U.K. Bails Out 3 Major Banks
if i post a pic of me with Krugman from photo shop,will my email be revealed?It was sent to me in an email
yea…Wall Street broke me,and you can NEVER win in Arbitration…that FARCE IS GAMED and must be shut DOWN ASAP
No dividends will be paid until the government’s preference shares have been fully redeemed and future executive salary will be based on performance “and long-term value creation,” Brown said.
——
how unfair
how will they manage these
http://www.luxist.com/media/2006/04/Twizzle05.jpg
Are ya’ll writing to Frank to demand that he NOT rush through some ill-advised (and punitive) “stimulus”? Are ya’ll writing to Frank to tell him that with a big win in the wings with the coming November election, now is NOT the time to pass some Republican-approved bill of any kind?
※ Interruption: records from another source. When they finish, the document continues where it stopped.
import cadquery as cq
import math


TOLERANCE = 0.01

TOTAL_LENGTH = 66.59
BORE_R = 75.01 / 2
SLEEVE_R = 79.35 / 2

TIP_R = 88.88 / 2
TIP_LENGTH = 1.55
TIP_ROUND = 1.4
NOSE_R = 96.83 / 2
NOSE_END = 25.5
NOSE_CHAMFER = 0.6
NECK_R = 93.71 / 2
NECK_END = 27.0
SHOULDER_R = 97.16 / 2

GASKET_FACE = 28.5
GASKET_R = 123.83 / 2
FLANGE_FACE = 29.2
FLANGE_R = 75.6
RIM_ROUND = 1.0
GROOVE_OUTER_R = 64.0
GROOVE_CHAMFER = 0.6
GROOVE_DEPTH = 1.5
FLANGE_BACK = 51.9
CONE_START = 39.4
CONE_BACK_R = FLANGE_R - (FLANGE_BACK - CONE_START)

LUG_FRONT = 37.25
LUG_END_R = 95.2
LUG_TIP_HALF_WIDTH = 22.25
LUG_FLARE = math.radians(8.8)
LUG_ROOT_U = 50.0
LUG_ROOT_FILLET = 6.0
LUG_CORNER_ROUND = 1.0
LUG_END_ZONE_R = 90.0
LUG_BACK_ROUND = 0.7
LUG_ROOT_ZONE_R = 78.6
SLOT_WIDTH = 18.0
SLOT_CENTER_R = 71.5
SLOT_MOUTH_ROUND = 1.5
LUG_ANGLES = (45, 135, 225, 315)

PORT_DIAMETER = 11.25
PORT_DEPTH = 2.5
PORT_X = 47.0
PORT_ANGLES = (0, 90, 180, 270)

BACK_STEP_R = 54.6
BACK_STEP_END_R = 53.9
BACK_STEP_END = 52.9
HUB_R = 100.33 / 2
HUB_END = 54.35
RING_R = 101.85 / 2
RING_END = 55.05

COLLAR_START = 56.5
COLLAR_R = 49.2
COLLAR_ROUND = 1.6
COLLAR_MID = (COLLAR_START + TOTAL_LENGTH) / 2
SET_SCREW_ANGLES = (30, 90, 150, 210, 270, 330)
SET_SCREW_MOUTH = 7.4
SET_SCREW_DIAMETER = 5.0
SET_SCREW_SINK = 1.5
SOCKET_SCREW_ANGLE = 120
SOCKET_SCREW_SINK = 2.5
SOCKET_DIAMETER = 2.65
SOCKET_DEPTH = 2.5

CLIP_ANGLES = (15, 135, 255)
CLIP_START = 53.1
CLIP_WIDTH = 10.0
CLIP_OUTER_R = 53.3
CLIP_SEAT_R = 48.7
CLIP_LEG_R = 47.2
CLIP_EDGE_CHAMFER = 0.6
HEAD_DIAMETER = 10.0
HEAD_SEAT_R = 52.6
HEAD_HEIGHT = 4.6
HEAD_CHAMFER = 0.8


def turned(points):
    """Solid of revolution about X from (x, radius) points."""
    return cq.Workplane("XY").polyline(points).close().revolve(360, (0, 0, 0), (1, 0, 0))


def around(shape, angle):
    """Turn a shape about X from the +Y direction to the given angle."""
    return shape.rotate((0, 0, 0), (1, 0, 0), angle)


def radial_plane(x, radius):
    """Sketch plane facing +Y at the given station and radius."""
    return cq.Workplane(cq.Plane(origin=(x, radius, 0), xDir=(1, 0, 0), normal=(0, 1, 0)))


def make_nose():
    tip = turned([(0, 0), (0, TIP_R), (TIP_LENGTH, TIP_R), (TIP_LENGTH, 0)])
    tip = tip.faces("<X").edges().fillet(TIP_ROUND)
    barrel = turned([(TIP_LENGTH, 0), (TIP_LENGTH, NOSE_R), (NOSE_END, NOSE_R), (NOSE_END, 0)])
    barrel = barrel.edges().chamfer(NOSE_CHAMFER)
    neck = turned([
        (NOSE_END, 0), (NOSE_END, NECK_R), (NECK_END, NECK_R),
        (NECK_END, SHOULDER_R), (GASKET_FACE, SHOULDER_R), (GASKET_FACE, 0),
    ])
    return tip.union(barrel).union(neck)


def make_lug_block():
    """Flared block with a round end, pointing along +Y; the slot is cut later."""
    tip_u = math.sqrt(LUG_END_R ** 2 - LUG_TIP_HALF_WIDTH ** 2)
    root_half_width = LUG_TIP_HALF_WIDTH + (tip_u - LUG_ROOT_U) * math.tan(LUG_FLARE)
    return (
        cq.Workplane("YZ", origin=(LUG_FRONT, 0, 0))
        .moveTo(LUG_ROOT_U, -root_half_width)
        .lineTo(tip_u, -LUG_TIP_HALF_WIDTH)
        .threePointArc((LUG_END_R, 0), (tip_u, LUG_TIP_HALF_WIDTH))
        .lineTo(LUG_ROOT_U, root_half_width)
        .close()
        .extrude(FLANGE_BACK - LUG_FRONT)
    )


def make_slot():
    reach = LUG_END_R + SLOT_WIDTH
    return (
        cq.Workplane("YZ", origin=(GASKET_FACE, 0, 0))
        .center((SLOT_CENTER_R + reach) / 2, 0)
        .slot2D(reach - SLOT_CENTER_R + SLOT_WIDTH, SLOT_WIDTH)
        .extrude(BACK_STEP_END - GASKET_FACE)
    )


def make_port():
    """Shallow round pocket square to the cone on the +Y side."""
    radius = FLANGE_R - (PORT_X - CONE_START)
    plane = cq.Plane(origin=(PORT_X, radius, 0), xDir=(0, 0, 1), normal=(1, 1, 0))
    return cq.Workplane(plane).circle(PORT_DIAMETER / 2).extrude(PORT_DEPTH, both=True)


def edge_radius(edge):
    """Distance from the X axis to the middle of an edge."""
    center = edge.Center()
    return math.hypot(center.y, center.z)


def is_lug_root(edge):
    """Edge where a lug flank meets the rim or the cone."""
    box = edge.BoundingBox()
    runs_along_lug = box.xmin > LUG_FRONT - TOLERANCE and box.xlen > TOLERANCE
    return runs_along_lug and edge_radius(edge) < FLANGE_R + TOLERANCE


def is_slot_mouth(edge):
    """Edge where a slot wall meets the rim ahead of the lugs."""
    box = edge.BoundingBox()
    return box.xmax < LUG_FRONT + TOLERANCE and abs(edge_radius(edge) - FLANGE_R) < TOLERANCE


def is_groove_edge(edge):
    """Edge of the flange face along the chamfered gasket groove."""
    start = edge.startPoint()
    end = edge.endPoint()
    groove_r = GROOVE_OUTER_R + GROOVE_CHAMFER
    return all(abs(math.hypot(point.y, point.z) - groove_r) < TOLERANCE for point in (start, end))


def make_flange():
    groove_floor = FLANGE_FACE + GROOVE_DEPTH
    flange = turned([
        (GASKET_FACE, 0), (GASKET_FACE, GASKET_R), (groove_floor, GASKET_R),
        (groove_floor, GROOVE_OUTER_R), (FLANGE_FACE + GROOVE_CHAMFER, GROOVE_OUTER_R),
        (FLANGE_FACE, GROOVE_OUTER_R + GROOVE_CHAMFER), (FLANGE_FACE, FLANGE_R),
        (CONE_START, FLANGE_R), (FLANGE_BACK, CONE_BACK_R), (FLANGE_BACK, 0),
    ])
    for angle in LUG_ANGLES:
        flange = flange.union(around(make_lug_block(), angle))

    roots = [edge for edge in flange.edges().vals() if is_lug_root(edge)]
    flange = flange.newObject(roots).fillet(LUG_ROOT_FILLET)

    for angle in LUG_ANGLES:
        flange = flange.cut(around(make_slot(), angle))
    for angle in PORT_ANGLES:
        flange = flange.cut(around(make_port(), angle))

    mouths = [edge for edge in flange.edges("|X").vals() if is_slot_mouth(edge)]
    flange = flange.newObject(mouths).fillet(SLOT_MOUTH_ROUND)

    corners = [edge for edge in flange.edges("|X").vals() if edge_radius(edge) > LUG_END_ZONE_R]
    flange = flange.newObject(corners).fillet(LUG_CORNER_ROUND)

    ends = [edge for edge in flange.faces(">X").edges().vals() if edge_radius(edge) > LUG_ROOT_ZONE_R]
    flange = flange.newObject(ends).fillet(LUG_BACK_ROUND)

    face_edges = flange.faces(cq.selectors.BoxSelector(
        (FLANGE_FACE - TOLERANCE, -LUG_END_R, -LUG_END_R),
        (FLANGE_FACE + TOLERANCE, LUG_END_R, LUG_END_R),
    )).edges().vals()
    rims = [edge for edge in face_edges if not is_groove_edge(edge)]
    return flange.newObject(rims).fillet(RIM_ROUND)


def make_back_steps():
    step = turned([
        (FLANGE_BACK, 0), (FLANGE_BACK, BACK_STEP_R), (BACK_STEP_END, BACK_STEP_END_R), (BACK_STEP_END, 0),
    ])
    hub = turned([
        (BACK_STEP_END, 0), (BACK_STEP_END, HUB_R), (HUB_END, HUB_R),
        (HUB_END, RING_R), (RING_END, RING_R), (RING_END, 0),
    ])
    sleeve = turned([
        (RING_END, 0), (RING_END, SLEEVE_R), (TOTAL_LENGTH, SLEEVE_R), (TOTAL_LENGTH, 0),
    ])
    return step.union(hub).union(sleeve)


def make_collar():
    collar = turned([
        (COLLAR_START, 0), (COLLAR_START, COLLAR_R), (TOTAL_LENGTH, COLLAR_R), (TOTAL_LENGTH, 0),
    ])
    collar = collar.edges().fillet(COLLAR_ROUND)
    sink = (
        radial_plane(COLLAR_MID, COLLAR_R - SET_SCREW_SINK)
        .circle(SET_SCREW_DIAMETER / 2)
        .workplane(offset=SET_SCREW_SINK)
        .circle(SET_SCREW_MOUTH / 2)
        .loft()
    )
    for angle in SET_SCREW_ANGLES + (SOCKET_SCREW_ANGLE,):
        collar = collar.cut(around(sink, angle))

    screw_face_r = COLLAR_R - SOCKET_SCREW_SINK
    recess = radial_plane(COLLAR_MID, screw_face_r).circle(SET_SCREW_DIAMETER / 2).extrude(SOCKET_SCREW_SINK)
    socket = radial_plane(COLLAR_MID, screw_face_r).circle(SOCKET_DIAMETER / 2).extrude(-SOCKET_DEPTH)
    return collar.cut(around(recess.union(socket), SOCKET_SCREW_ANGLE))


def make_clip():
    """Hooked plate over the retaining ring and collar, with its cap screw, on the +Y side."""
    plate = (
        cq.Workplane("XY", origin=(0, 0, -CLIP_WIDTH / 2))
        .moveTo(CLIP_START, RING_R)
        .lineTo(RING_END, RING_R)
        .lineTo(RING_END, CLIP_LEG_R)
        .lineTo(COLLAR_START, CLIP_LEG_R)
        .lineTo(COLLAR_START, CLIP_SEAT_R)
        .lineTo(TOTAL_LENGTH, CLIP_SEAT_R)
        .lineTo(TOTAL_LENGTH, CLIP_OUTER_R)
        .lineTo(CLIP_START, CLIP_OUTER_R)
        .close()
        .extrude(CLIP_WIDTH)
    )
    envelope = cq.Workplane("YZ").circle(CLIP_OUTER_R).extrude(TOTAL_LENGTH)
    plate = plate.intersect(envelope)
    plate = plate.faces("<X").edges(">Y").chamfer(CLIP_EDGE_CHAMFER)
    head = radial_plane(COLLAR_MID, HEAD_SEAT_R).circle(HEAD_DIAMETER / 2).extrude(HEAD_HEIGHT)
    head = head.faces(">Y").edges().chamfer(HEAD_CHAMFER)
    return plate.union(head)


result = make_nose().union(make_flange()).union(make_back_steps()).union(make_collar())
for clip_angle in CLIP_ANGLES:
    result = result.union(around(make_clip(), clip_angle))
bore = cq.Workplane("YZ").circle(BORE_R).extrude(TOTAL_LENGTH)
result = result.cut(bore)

They have NO say in this since they are largely responsible. They will soon have fewer seats at the table and it is time they get used to what that means: sit back and let the adults run the show now – and SHUT THE FUCK UP!
Roubini for Emperor, Messrs Welch, Krugman, and Black his Council of Regents *g*
During a slow period at work, I did a (half-assed) assessment of what we would save at work by switching to a 9-4:30 schedule w/ a half hour for lunch for all employees. Currently we have flex time so the offices are all open from 8-5 and we all have an hour lunch. I couldn’t provide a true assessment w/o the figures for energy consumption while the buildings were empty. So, it was more an idea. Asked my boss if she wanted me to persue it and the response was non-committal due mainly to the employee union concerns. But if it became a national idea and someone showed leadership and pushed the idea, well that would be inspiring.
apologies. MIC = “military industrial complex” for lazy typists like me
Exactly. Excellent point, and this is real close to torches and pitchfork time, people mobbing in the streets etc.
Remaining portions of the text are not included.